Conceptually, GraphGen builds each datasets from scratch every time which allows its API to remain simple. However in practice, if we forced users to actually generate every data point in a dataset from scratch every time, it would be exhorbitantly expensive, especially in the context of something like a test suite where we may want to generate the same dataset hundreds or thousands of time in a second.
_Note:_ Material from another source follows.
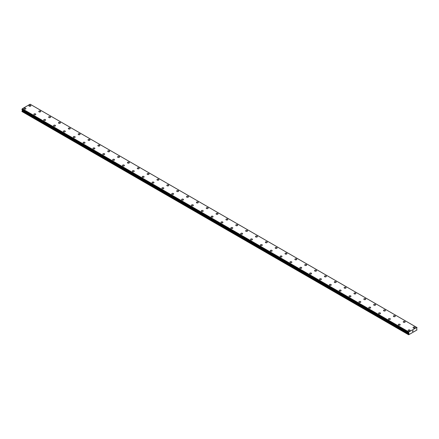 <?xml version="1.0" encoding="UTF-8"?>
<svg xmlns="http://www.w3.org/2000/svg" width="439" height="439" viewBox="0 0 439 439"><rect width="100%" height="100%" fill="white"/><g stroke="black" fill="none" stroke-linecap="round" stroke-linejoin="round"><path stroke-width="0.66" d="M28.936 105.777A0.96 0.554 180 0 1 29.523 105.261A0.96 0.554 180 0 1 30.571 105.382A0.96 0.554 180 0 1 30.851 105.777A0.96 0.554 180 0 1 30.258 106.287A0.96 0.554 180 0 1 29.215 106.167A0.96 0.554 180 0 1 28.936 105.777A0.96 0.554 180 0 1 29.523 105.267A0.96 0.554 180 0 1 30.571 105.387A0.96 0.554 180 0 1 30.851 105.777M38.786 111.462A0.96 0.554 180 0 1 39.373 110.952A0.96 0.554 180 0 1 40.421 111.072A0.96 0.554 180 0 1 40.701 111.462A0.96 0.554 180 0 1 40.108 111.972A0.96 0.554 180 0 1 39.066 111.852A0.96 0.554 180 0 1 38.786 111.462A0.96 0.554 180 0 1 39.373 110.952A0.96 0.554 180 0 1 40.421 111.072A0.96 0.554 180 0 1 40.701 111.462M48.636 117.147A0.96 0.554 180 0 1 49.223 116.637A0.96 0.554 180 0 1 50.265 116.758A0.96 0.554 180 0 1 50.551 117.147A0.96 0.554 180 0 1 49.958 117.657A0.96 0.554 180 0 1 48.916 117.537A0.96 0.554 180 0 1 48.636 117.147A0.96 0.554 180 0 1 49.223 116.637A0.96 0.554 180 0 1 50.265 116.758A0.96 0.554 180 0 1 50.551 117.147M58.486 122.832A0.96 0.554 180 0 1 59.073 122.322A0.96 0.554 180 0 1 60.116 122.443A0.96 0.554 180 0 1 60.401 122.838A0.96 0.554 180 0 1 59.808 123.348A0.96 0.554 180 0 1 58.766 123.227A0.96 0.554 180 0 1 58.486 122.832A0.96 0.554 180 0 1 59.073 122.327A0.96 0.554 180 0 1 60.116 122.443A0.96 0.554 180 0 1 60.401 122.832M68.33 128.523A0.96 0.554 180 0 1 68.923 128.012A0.96 0.554 180 0 1 69.966 128.133A0.96 0.554 180 0 1 70.251 128.523A0.96 0.554 180 0 1 69.658 129.033A0.96 0.554 180 0 1 68.616 128.912A0.96 0.554 180 0 1 68.33 128.523A0.96 0.554 180 0 1 68.923 128.012A0.96 0.554 180 0 1 69.966 128.133A0.96 0.554 180 0 1 70.251 128.523M78.18 134.208A0.96 0.554 180 0 1 78.773 133.697A0.96 0.554 180 0 1 79.816 133.818A0.96 0.554 180 0 1 80.096 134.208A0.96 0.554 180 0 1 79.508 134.718A0.96 0.554 180 0 1 78.466 134.597A0.96 0.554 180 0 1 78.18 134.208A0.96 0.554 180 0 1 78.773 133.697A0.96 0.554 180 0 1 79.816 133.818A0.96 0.554 180 0 1 80.096 134.208M88.03 139.893A0.96 0.554 180 0 1 88.623 139.382A0.96 0.554 180 0 1 89.666 139.503A0.96 0.554 180 0 1 89.946 139.898A0.96 0.554 180 0 1 89.358 140.403A0.96 0.554 180 0 1 88.31 140.288A0.96 0.554 180 0 1 88.03 139.893A0.96 0.554 180 0 1 88.623 139.388A0.96 0.554 180 0 1 89.666 139.503A0.96 0.554 180 0 1 89.946 139.893M97.881 145.583A0.96 0.554 180 0 1 98.473 145.073A0.96 0.554 180 0 1 99.516 145.188A0.96 0.554 180 0 1 99.796 145.583A0.96 0.554 180 0 1 99.209 146.094A0.96 0.554 180 0 1 98.16 145.973A0.96 0.554 180 0 1 97.881 145.583A0.96 0.554 180 0 1 98.473 145.073A0.96 0.554 180 0 1 99.516 145.194A0.96 0.554 180 0 1 99.796 145.583M107.731 151.268A0.96 0.554 180 0 1 108.323 150.758A0.96 0.554 180 0 1 109.366 150.879A0.96 0.554 180 0 1 109.646 151.268A0.96 0.554 180 0 1 109.059 151.779A0.96 0.554 180 0 1 108.01 151.658A0.96 0.554 180 0 1 107.731 151.268A0.96 0.554 180 0 1 108.323 150.758A0.96 0.554 180 0 1 109.366 150.879A0.96 0.554 180 0 1 109.646 151.268M117.581 156.959A0.96 0.554 180 0 1 118.173 156.443A0.96 0.554 180 0 1 119.216 156.564A0.96 0.554 180 0 1 119.496 156.959M119.216 156.564A0.96 0.554 180 0 1 119.496 156.953A0.96 0.554 180 0 1 118.909 157.464A0.96 0.554 180 0 1 117.861 157.349A0.96 0.554 180 0 1 117.581 156.953A0.96 0.554 180 0 1 118.173 156.443A0.96 0.554 180 0 1 119.216 156.564M129.066 162.254A0.96 0.554 180 0 1 129.346 162.644A0.96 0.554 180 0 1 128.753 163.154A0.96 0.554 180 0 1 127.711 163.034A0.96 0.554 180 0 1 127.431 162.644A0.96 0.554 180 0 1 128.023 162.134A0.96 0.554 180 0 1 129.066 162.254M127.431 162.644A0.96 0.554 180 0 1 128.023 162.128A0.96 0.554 180 0 1 129.066 162.249A0.96 0.554 180 0 1 129.346 162.644M137.281 168.329A0.96 0.554 180 0 1 137.873 167.819A0.96 0.554 180 0 1 138.916 167.939A0.96 0.554 180 0 1 139.196 168.329A0.96 0.554 180 0 1 138.603 168.839A0.96 0.554 180 0 1 137.561 168.719A0.96 0.554 180 0 1 137.281 168.329A0.96 0.554 180 0 1 137.873 167.819A0.96 0.554 180 0 1 138.916 167.939A0.96 0.554 180 0 1 139.196 168.329M147.131 174.014A0.96 0.554 180 0 1 147.723 173.504A0.96 0.554 180 0 1 148.766 173.624A0.96 0.554 180 0 1 149.046 174.014A0.96 0.554 180 0 1 148.453 174.524A0.96 0.554 180 0 1 147.411 174.404A0.96 0.554 180 0 1 147.131 174.014A0.96 0.554 180 0 1 147.723 173.504A0.96 0.554 180 0 1 148.766 173.624A0.96 0.554 180 0 1 149.046 174.014M156.981 179.705A0.96 0.554 180 0 1 157.574 179.189A0.96 0.554 180 0 1 158.616 179.31A0.96 0.554 180 0 1 158.896 179.705A0.96 0.554 180 0 1 158.303 180.215A0.96 0.554 180 0 1 157.261 180.094A0.96 0.554 180 0 1 156.981 179.705A0.96 0.554 180 0 1 157.574 179.194A0.96 0.554 180 0 1 158.616 179.315A0.96 0.554 180 0 1 158.896 179.705M166.831 185.39A0.96 0.554 180 0 1 167.424 184.879A0.96 0.554 180 0 1 168.466 185A0.96 0.554 180 0 1 168.746 185.39A0.96 0.554 180 0 1 168.153 185.9A0.96 0.554 180 0 1 167.111 185.779A0.96 0.554 180 0 1 166.831 185.39A0.96 0.554 180 0 1 167.424 184.879A0.96 0.554 180 0 1 168.466 185A0.96 0.554 180 0 1 168.746 185.39M176.681 191.075A0.96 0.554 180 0 1 177.274 190.564A0.96 0.554 180 0 1 178.316 190.685A0.96 0.554 180 0 1 178.596 191.075A0.96 0.554 180 0 1 178.004 191.585A0.96 0.554 180 0 1 176.961 191.464A0.96 0.554 180 0 1 176.681 191.075A0.96 0.554 180 0 1 177.274 190.564A0.96 0.554 180 0 1 178.316 190.685A0.96 0.554 180 0 1 178.596 191.075M186.531 196.76A0.96 0.554 180 0 1 187.124 196.249A0.96 0.554 180 0 1 188.166 196.37A0.96 0.554 180 0 1 188.446 196.765A0.96 0.554 180 0 1 187.854 197.276A0.96 0.554 180 0 1 186.811 197.155A0.96 0.554 180 0 1 186.531 196.76A0.96 0.554 180 0 1 187.124 196.255A0.96 0.554 180 0 1 188.166 196.37A0.96 0.554 180 0 1 188.446 196.76M196.381 202.45A0.96 0.554 180 0 1 196.974 201.94A0.96 0.554 180 0 1 198.016 202.055A0.96 0.554 180 0 1 198.296 202.45A0.96 0.554 180 0 1 197.704 202.961A0.96 0.554 180 0 1 196.661 202.84A0.96 0.554 180 0 1 196.381 202.45A0.96 0.554 180 0 1 196.974 201.94A0.96 0.554 180 0 1 198.016 202.061A0.96 0.554 180 0 1 198.296 202.45M206.231 208.135A0.96 0.554 180 0 1 206.824 207.625A0.96 0.554 180 0 1 207.867 207.746A0.96 0.554 180 0 1 208.146 208.135A0.96 0.554 180 0 1 207.554 208.646A0.96 0.554 180 0 1 206.511 208.525A0.96 0.554 180 0 1 206.231 208.135A0.96 0.554 180 0 1 206.824 207.625A0.96 0.554 180 0 1 207.867 207.746A0.96 0.554 180 0 1 208.146 208.135M216.081 213.82A0.96 0.554 180 0 1 216.668 213.31A0.96 0.554 180 0 1 217.717 213.431A0.96 0.554 180 0 1 217.996 213.826A0.96 0.554 180 0 1 217.404 214.331A0.96 0.554 180 0 1 216.361 214.216A0.96 0.554 180 0 1 216.081 213.82A0.96 0.554 180 0 1 216.668 213.316A0.96 0.554 180 0 1 217.717 213.431A0.96 0.554 180 0 1 217.996 213.82M225.931 219.511A0.96 0.554 180 0 1 226.519 219.001A0.96 0.554 180 0 1 227.567 219.116A0.96 0.554 180 0 1 227.846 219.511A0.96 0.554 180 0 1 227.254 220.021A0.96 0.554 180 0 1 226.211 219.901A0.96 0.554 180 0 1 225.931 219.511A0.96 0.554 180 0 1 226.519 219.001A0.96 0.554 180 0 1 227.567 219.121A0.96 0.554 180 0 1 227.846 219.511M235.781 225.196A0.96 0.554 180 0 1 236.369 224.686A0.96 0.554 180 0 1 237.417 224.806A0.96 0.554 180 0 1 237.697 225.196A0.96 0.554 180 0 1 237.104 225.706A0.96 0.554 180 0 1 236.061 225.586A0.96 0.554 180 0 1 235.781 225.196A0.96 0.554 180 0 1 236.369 224.686A0.96 0.554 180 0 1 237.417 224.806A0.96 0.554 180 0 1 237.697 225.196M245.631 230.881A0.96 0.554 180 0 1 246.219 230.371A0.96 0.554 180 0 1 247.267 230.491A0.96 0.554 180 0 1 247.547 230.887A0.96 0.554 180 0 1 246.954 231.391A0.96 0.554 180 0 1 245.911 231.276A0.96 0.554 180 0 1 245.631 230.881A0.96 0.554 180 0 1 246.219 230.371A0.96 0.554 180 0 1 247.267 230.491A0.96 0.554 180 0 1 247.547 230.881M255.482 236.572A0.96 0.554 180 0 1 256.069 236.056A0.96 0.554 180 0 1 257.111 236.177A0.96 0.554 180 0 1 257.397 236.572A0.96 0.554 180 0 1 256.804 237.082A0.96 0.554 180 0 1 255.761 236.961A0.96 0.554 180 0 1 255.482 236.572A0.96 0.554 180 0 1 256.069 236.061A0.96 0.554 180 0 1 257.111 236.182A0.96 0.554 180 0 1 257.397 236.572M265.332 242.257A0.96 0.554 180 0 1 265.919 241.746A0.96 0.554 180 0 1 266.961 241.867A0.96 0.554 180 0 1 267.247 242.257A0.96 0.554 180 0 1 266.654 242.767A0.96 0.554 180 0 1 265.611 242.646A0.96 0.554 180 0 1 265.332 242.257A0.96 0.554 180 0 1 265.919 241.746A0.96 0.554 180 0 1 266.961 241.867A0.96 0.554 180 0 1 267.247 242.257M275.176 247.942A0.96 0.554 180 0 1 275.769 247.431A0.96 0.554 180 0 1 276.811 247.552A0.96 0.554 180 0 1 277.091 247.942A0.96 0.554 180 0 1 276.504 248.452A0.96 0.554 180 0 1 275.462 248.331A0.96 0.554 180 0 1 275.176 247.942A0.96 0.554 180 0 1 275.769 247.431A0.96 0.554 180 0 1 276.811 247.552A0.96 0.554 180 0 1 277.091 247.942M285.026 253.627A0.96 0.554 180 0 1 285.619 253.116A0.96 0.554 180 0 1 286.662 253.237A0.96 0.554 180 0 1 286.941 253.632A0.96 0.554 180 0 1 286.354 254.143A0.96 0.554 180 0 1 285.312 254.022A0.96 0.554 180 0 1 285.026 253.627A0.96 0.554 180 0 1 285.619 253.122A0.96 0.554 180 0 1 286.662 253.237A0.96 0.554 180 0 1 286.941 253.627M294.876 259.317A0.96 0.554 180 0 1 295.469 258.807A0.96 0.554 180 0 1 296.512 258.928A0.96 0.554 180 0 1 296.791 259.317A0.96 0.554 180 0 1 296.204 259.828A0.96 0.554 180 0 1 295.156 259.707A0.96 0.554 180 0 1 294.876 259.317A0.96 0.554 180 0 1 295.469 258.807A0.96 0.554 180 0 1 296.512 258.928A0.96 0.554 180 0 1 296.791 259.317M304.726 265.002A0.96 0.554 180 0 1 305.319 264.492A0.96 0.554 180 0 1 306.362 264.613A0.96 0.554 180 0 1 306.641 265.002A0.96 0.554 180 0 1 306.054 265.513A0.96 0.554 180 0 1 305.006 265.392A0.96 0.554 180 0 1 304.726 265.002A0.96 0.554 180 0 1 305.319 264.492A0.96 0.554 180 0 1 306.362 264.613A0.96 0.554 180 0 1 306.641 265.002M314.576 270.687A0.96 0.554 180 0 1 315.169 270.177A0.96 0.554 180 0 1 316.212 270.298A0.96 0.554 180 0 1 316.492 270.693A0.96 0.554 180 0 1 315.904 271.198A0.96 0.554 180 0 1 314.856 271.082A0.96 0.554 180 0 1 314.576 270.687A0.96 0.554 180 0 1 315.169 270.183A0.96 0.554 180 0 1 316.212 270.298A0.96 0.554 180 0 1 316.492 270.687M324.426 276.378A0.96 0.554 180 0 1 325.019 275.868A0.96 0.554 180 0 1 326.062 275.983A0.96 0.554 180 0 1 326.342 276.378A0.96 0.554 180 0 1 325.754 276.888A0.96 0.554 180 0 1 324.706 276.768A0.96 0.554 180 0 1 324.426 276.378A0.96 0.554 180 0 1 325.019 275.868A0.96 0.554 180 0 1 326.062 275.988A0.96 0.554 180 0 1 326.342 276.378M334.277 282.063A0.96 0.554 180 0 1 334.869 281.553A0.96 0.554 180 0 1 335.912 281.673A0.96 0.554 180 0 1 336.192 282.063A0.96 0.554 180 0 1 335.599 282.573A0.96 0.554 180 0 1 334.556 282.453A0.96 0.554 180 0 1 334.277 282.063A0.96 0.554 180 0 1 334.869 281.553A0.96 0.554 180 0 1 335.912 281.673A0.96 0.554 180 0 1 336.192 282.063M344.127 287.754A0.96 0.554 180 0 1 344.719 287.238A0.96 0.554 180 0 1 345.762 287.358A0.96 0.554 180 0 1 346.042 287.754M345.762 287.358A0.96 0.554 180 0 1 346.042 287.748A0.96 0.554 180 0 1 345.449 288.258A0.96 0.554 180 0 1 344.406 288.143A0.96 0.554 180 0 1 344.127 287.748A0.96 0.554 180 0 1 344.719 287.238A0.96 0.554 180 0 1 345.762 287.358M355.612 293.049A0.96 0.554 180 0 1 355.892 293.439A0.96 0.554 180 0 1 355.299 293.949A0.96 0.554 180 0 1 354.257 293.828A0.96 0.554 180 0 1 353.977 293.439A0.96 0.554 180 0 1 354.569 292.928A0.96 0.554 180 0 1 355.612 293.049M353.977 293.439A0.96 0.554 180 0 1 354.569 292.928A0.96 0.554 180 0 1 355.612 293.043A0.96 0.554 180 0 1 355.892 293.439M363.827 299.124A0.96 0.554 180 0 1 364.419 298.613A0.96 0.554 180 0 1 365.462 298.734A0.96 0.554 180 0 1 365.742 299.124A0.96 0.554 180 0 1 365.149 299.634A0.96 0.554 180 0 1 364.107 299.513A0.96 0.554 180 0 1 363.827 299.124A0.96 0.554 180 0 1 364.419 298.613A0.96 0.554 180 0 1 365.462 298.734A0.96 0.554 180 0 1 365.742 299.124M373.677 304.809A0.96 0.554 180 0 1 374.269 304.298A0.96 0.554 180 0 1 375.312 304.419A0.96 0.554 180 0 1 375.592 304.809A0.96 0.554 180 0 1 374.999 305.319A0.96 0.554 180 0 1 373.957 305.198A0.96 0.554 180 0 1 373.677 304.809A0.96 0.554 180 0 1 374.269 304.298A0.96 0.554 180 0 1 375.312 304.419A0.96 0.554 180 0 1 375.592 304.809M383.527 310.499A0.96 0.554 180 0 1 384.12 309.983A0.96 0.554 180 0 1 385.162 310.104A0.96 0.554 180 0 1 385.442 310.499A0.96 0.554 180 0 1 384.849 311.01A0.96 0.554 180 0 1 383.807 310.889A0.96 0.554 180 0 1 383.527 310.499A0.96 0.554 180 0 1 384.12 309.989A0.96 0.554 180 0 1 385.162 310.11A0.96 0.554 180 0 1 385.442 310.499M393.377 316.184A0.96 0.554 180 0 1 393.97 315.674A0.96 0.554 180 0 1 395.012 315.795A0.96 0.554 180 0 1 395.292 316.184A0.96 0.554 180 0 1 394.699 316.695A0.96 0.554 180 0 1 393.657 316.574A0.96 0.554 180 0 1 393.377 316.184A0.96 0.554 180 0 1 393.97 315.674A0.96 0.554 180 0 1 395.012 315.795A0.96 0.554 180 0 1 395.292 316.184M403.227 321.869A0.96 0.554 180 0 1 403.82 321.359A0.96 0.554 180 0 1 404.862 321.48A0.96 0.554 180 0 1 405.142 321.869A0.96 0.554 180 0 1 404.549 322.38A0.96 0.554 180 0 1 403.507 322.259A0.96 0.554 180 0 1 403.227 321.869A0.96 0.554 180 0 1 403.82 321.359A0.96 0.554 180 0 1 404.862 321.48A0.96 0.554 180 0 1 405.142 321.869M413.077 327.554A0.96 0.554 180 0 1 413.67 327.044A0.96 0.554 180 0 1 414.712 327.165A0.96 0.554 180 0 1 414.992 327.56A0.96 0.554 180 0 1 414.4 328.07A0.96 0.554 180 0 1 413.357 327.949A0.96 0.554 180 0 1 413.077 327.554A0.96 0.554 180 0 1 413.67 327.05A0.96 0.554 180 0 1 414.712 327.165A0.96 0.554 180 0 1 414.992 327.554M25.643 108.23A0.96 0.554 180 0 1 25.923 108.62A0.96 0.554 180 0 1 25.33 109.13A0.96 0.554 180 0 1 24.288 109.009A0.96 0.554 180 0 1 24.008 108.62A0.96 0.554 180 0 1 24.6 108.109A0.96 0.554 180 0 1 25.643 108.23M24.008 108.62A0.96 0.554 180 0 1 24.6 108.109A0.96 0.554 180 0 1 25.643 108.224A0.96 0.554 180 0 1 25.923 108.62M33.858 114.305A0.96 0.554 180 0 1 34.451 113.794A0.96 0.554 180 0 1 35.493 113.915A0.96 0.554 180 0 1 35.773 114.305A0.96 0.554 180 0 1 35.18 114.815A0.96 0.554 180 0 1 34.138 114.694A0.96 0.554 180 0 1 33.858 114.305A0.96 0.554 180 0 1 34.451 113.794A0.96 0.554 180 0 1 35.493 113.915A0.96 0.554 180 0 1 35.773 114.305M43.708 119.99A0.96 0.554 180 0 1 44.301 119.479A0.96 0.554 180 0 1 45.343 119.6A0.96 0.554 180 0 1 45.623 119.995A0.96 0.554 180 0 1 45.03 120.5A0.96 0.554 180 0 1 43.988 120.385A0.96 0.554 180 0 1 43.708 119.99A0.96 0.554 180 0 1 44.301 119.479A0.96 0.554 180 0 1 45.343 119.6A0.96 0.554 180 0 1 45.623 119.99M53.558 125.68A0.96 0.554 180 0 1 54.151 125.17A0.96 0.554 180 0 1 55.193 125.285A0.96 0.554 180 0 1 55.473 125.68A0.96 0.554 180 0 1 54.88 126.191A0.96 0.554 180 0 1 53.838 126.07A0.96 0.554 180 0 1 53.558 125.68A0.96 0.554 180 0 1 54.151 125.17A0.96 0.554 180 0 1 55.193 125.291A0.96 0.554 180 0 1 55.473 125.68M63.408 131.365A0.96 0.554 180 0 1 64.001 130.855A0.96 0.554 180 0 1 65.043 130.976A0.96 0.554 180 0 1 65.323 131.365A0.96 0.554 180 0 1 64.731 131.876A0.96 0.554 180 0 1 63.688 131.755A0.96 0.554 180 0 1 63.408 131.365A0.96 0.554 180 0 1 64.001 130.855A0.96 0.554 180 0 1 65.043 130.976A0.96 0.554 180 0 1 65.323 131.365M73.258 137.05A0.96 0.554 180 0 1 73.851 136.54A0.96 0.554 180 0 1 74.893 136.661A0.96 0.554 180 0 1 75.173 137.05A0.96 0.554 180 0 1 74.581 137.561A0.96 0.554 180 0 1 73.538 137.44A0.96 0.554 180 0 1 73.258 137.05A0.96 0.554 180 0 1 73.851 136.54A0.96 0.554 180 0 1 74.893 136.661A0.96 0.554 180 0 1 75.173 137.05M83.108 142.741A0.96 0.554 180 0 1 83.701 142.225A0.96 0.554 180 0 1 84.743 142.346A0.96 0.554 180 0 1 85.023 142.741A0.96 0.554 180 0 1 84.431 143.251A0.96 0.554 180 0 1 83.388 143.13A0.96 0.554 180 0 1 83.108 142.741A0.96 0.554 180 0 1 83.701 142.231A0.96 0.554 180 0 1 84.743 142.351A0.96 0.554 180 0 1 85.023 142.741M92.958 148.426A0.96 0.554 180 0 1 93.551 147.916A0.96 0.554 180 0 1 94.594 148.036A0.96 0.554 180 0 1 94.873 148.426A0.96 0.554 180 0 1 94.281 148.936A0.96 0.554 180 0 1 93.238 148.816A0.96 0.554 180 0 1 92.958 148.426A0.96 0.554 180 0 1 93.551 147.916A0.96 0.554 180 0 1 94.594 148.036A0.96 0.554 180 0 1 94.873 148.426M102.808 154.111A0.96 0.554 180 0 1 103.401 153.601A0.96 0.554 180 0 1 104.444 153.721A0.96 0.554 180 0 1 104.723 154.111A0.96 0.554 180 0 1 104.131 154.621A0.96 0.554 180 0 1 103.088 154.501A0.96 0.554 180 0 1 102.808 154.111A0.96 0.554 180 0 1 103.401 153.601A0.96 0.554 180 0 1 104.444 153.721A0.96 0.554 180 0 1 104.723 154.111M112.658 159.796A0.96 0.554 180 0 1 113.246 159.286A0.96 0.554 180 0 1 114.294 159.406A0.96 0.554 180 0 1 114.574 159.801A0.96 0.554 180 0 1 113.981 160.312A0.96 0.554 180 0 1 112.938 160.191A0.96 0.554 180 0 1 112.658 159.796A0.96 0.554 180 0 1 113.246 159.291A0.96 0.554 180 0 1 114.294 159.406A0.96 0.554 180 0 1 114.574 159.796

While GraphGen does not provide an explicit mechanism to "save" a
version of a graph so that it can be loaded at some other time, it
does allow you to pass a storage
option where it will save off
copies of the graph occasionally so that if there is an opportunity to
"fast forward" its generation, it will do that behind the scenes for
you.
Where you decide to store the cache is up to you. All you have to do
is implement the get()
and set()
methods of the Map
api for it
to work.
💡You can cache in memory, cache on the file system, or cache somewher else. However, caching is always optional.
In-Memory Caching
The simplest form of in-memory cache is just a JavaScript Map
. This
is appropriate for a something like a test suite where you are willing
to pay the cost of data generation for the first test, but you don't
want to pay it for every subsequent test. Because the cache storage
api is a subset of Map
, we can just use it directly.
let graphgen = createGraphGen({
source,
storage: new Map();
});
File System Caching Example
This is an example of how to use a File system cache with GraphGen. It
is demonstrative rather than authoratative. It uses the flat-cache
utility from npm
and we'll implement the get()/set()
with it.
import flatCache from 'flat-cache';
let cache = flatCache.load("graphgen.cache");
let storage = {
get(key) {
return cache.getKey(key);
},
set(key, value) {
cache.setKey(key, value);
cache.save(true);
return storage;
}
}
let graphgen = createGraphGen({
source,
storage
});